A rare genetic disorder of fructose malabsorption, Hereditary Fructose Intolerance (HFI) occurs due to a deficiency of the enzyme that converts fructose into glucose.

Normally, once fructose is absorbed after ingestion, it is transformed to glucose for energy. A lack of the enzyme responsible for this process results in the accumulation of fructose-1-phosphate in the liver, kidneys and intestines. This inhibits glycogen breakdown and glucose synthesis, causing severe hypoglycaemia (low blood sugar levels).

While HFI shouldn't be confused with Fructose malabsorption, the symptoms are sometimes similar (severe abdominal pain, vomiting). When infants with HFI ingest fructose after prolonged periods this may lead to hepatic and/or renal failure and death.

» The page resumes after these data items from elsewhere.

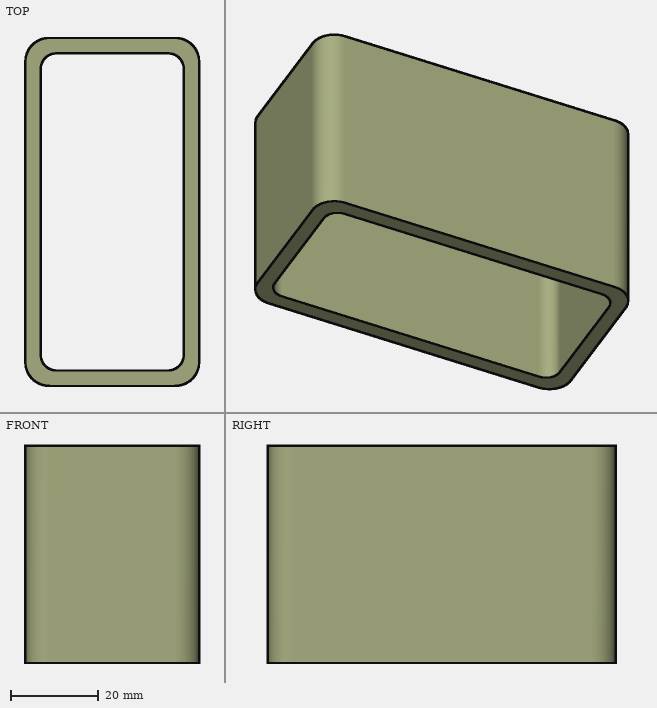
import cadquery as cq

width = 40.0
length = 80.0
height = 50.0
wall = 3.6
outer_radius = 5.5
inner_radius = 3.5


def rounded_block(size_x, size_y, corner_radius):
    """Full-height block with rounded vertical edges, centred on the origin."""
    return cq.Workplane("XY").box(size_x, size_y, height).edges("|Z").fillet(corner_radius)


outer_body = rounded_block(width, length, outer_radius)
through_opening = rounded_block(width - 2 * wall, length - 2 * wall, inner_radius)

result = outer_body.cut(through_opening)

A strong distaste for sweet food often develops and remaining on a fructose-free diet can avoid recurrence of symptoms and thus, chronic development of the disease.

HFI varies from relatively mild to severe. When severe, even eliminating fructose and sucrose won't prevent progressive liver disease.

What to look out for:

• onset of symptoms after putting an infant on food or formula
• poor feeding as a baby
• irritability
• prolonged neonatal jaundice (yellow skin) or icterus (yellow eyes)
• convulsions
• excessive sleepiness
• intolerance for fruit
• doing well after eating foods without fructose

Physical examination may also show an enlarged liver and spleen.

Several tests may be employed to confirm diagnosis and genetic testing is also available.

Absolute elimination of fructose and glucose will improve circumstances for most children with HFI, however some may develop progressive liver disease. Prognosis depends on how soon fructose sources are eliminated from the baby's/child's diet.